=== DATA SHOWN ===

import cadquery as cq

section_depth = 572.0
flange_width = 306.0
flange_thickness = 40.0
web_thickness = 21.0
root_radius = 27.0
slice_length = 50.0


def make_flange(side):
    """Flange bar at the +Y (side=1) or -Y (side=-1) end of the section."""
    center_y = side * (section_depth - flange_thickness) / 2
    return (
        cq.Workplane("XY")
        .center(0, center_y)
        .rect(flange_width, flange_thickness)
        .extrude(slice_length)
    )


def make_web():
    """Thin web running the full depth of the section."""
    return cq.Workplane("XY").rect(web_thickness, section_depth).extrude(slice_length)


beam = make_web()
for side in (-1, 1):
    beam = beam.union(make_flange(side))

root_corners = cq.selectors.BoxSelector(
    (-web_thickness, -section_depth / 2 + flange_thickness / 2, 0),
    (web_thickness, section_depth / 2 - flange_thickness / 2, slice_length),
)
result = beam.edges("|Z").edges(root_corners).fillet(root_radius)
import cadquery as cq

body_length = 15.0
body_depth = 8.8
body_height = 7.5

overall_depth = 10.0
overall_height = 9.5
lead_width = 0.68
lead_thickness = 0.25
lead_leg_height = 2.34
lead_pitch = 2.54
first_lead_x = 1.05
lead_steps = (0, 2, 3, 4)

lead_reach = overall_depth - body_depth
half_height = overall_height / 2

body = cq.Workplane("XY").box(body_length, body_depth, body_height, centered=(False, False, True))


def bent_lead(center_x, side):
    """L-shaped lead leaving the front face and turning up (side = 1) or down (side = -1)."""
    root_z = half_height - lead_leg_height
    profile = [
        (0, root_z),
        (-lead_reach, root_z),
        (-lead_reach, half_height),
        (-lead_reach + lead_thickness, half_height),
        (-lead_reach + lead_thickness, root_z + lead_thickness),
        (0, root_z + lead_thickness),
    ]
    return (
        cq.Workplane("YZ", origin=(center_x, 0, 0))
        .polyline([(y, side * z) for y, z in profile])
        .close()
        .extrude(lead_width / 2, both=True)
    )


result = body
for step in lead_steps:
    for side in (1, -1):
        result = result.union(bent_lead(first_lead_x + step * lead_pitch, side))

===

(TASK REQUIREMENTS): Each entry above is to be transcribed exactly as it was written.

(SOLUTION BELOW):
import cadquery as cq

section_depth = 572.0
flange_width = 306.0
flange_thickness = 40.0
web_thickness = 21.0
root_radius = 27.0
slice_length = 50.0


def make_flange(side):
    """Flange bar at the +Y (side=1) or -Y (side=-1) end of the section."""
    center_y = side * (section_depth - flange_thickness) / 2
    return (
        cq.Workplane("XY")
        .center(0, center_y)
        .rect(flange_width, flange_thickness)
        .extrude(slice_length)
    )


def make_web():
    """Thin web running the full depth of the section."""
    return cq.Workplane("XY").rect(web_thickness, section_depth).extrude(slice_length)


beam = make_web()
for side in (-1, 1):
    beam = beam.union(make_flange(side))

root_corners = cq.selectors.BoxSelector(
    (-web_thickness, -section_depth / 2 + flange_thickness / 2, 0),
    (web_thickness, section_depth / 2 - flange_thickness / 2, slice_length),
)
result = beam.edges("|Z").edges(root_corners).fillet(root_radius)
import cadquery as cq

body_length = 15.0
body_depth = 8.8
body_height = 7.5

overall_depth = 10.0
overall_height = 9.5
lead_width = 0.68
lead_thickness = 0.25
lead_leg_height = 2.34
lead_pitch = 2.54
first_lead_x = 1.05
lead_steps = (0, 2, 3, 4)

lead_reach = overall_depth - body_depth
half_height = overall_height / 2

body = cq.Workplane("XY").box(body_length, body_depth, body_height, centered=(False, False, True))


def bent_lead(center_x, side):
    """L-shaped lead leaving the front face and turning up (side = 1) or down (side = -1)."""
    root_z = half_height - lead_leg_height
    profile = [
        (0, root_z),
        (-lead_reach, root_z),
        (-lead_reach, half_height),
        (-lead_reach + lead_thickness, half_height),
        (-lead_reach + lead_thickness, root_z + lead_thickness),
        (0, root_z + lead_thickness),
    ]
    return (
        cq.Workplane("YZ", origin=(center_x, 0, 0))
        .polyline([(y, side * z) for y, z in profile])
        .close()
        .extrude(lead_width / 2, both=True)
    )


result = body
for step in lead_steps:
    for side in (1, -1):
        result = result.union(bent_lead(first_lead_x + step * lead_pitch, side))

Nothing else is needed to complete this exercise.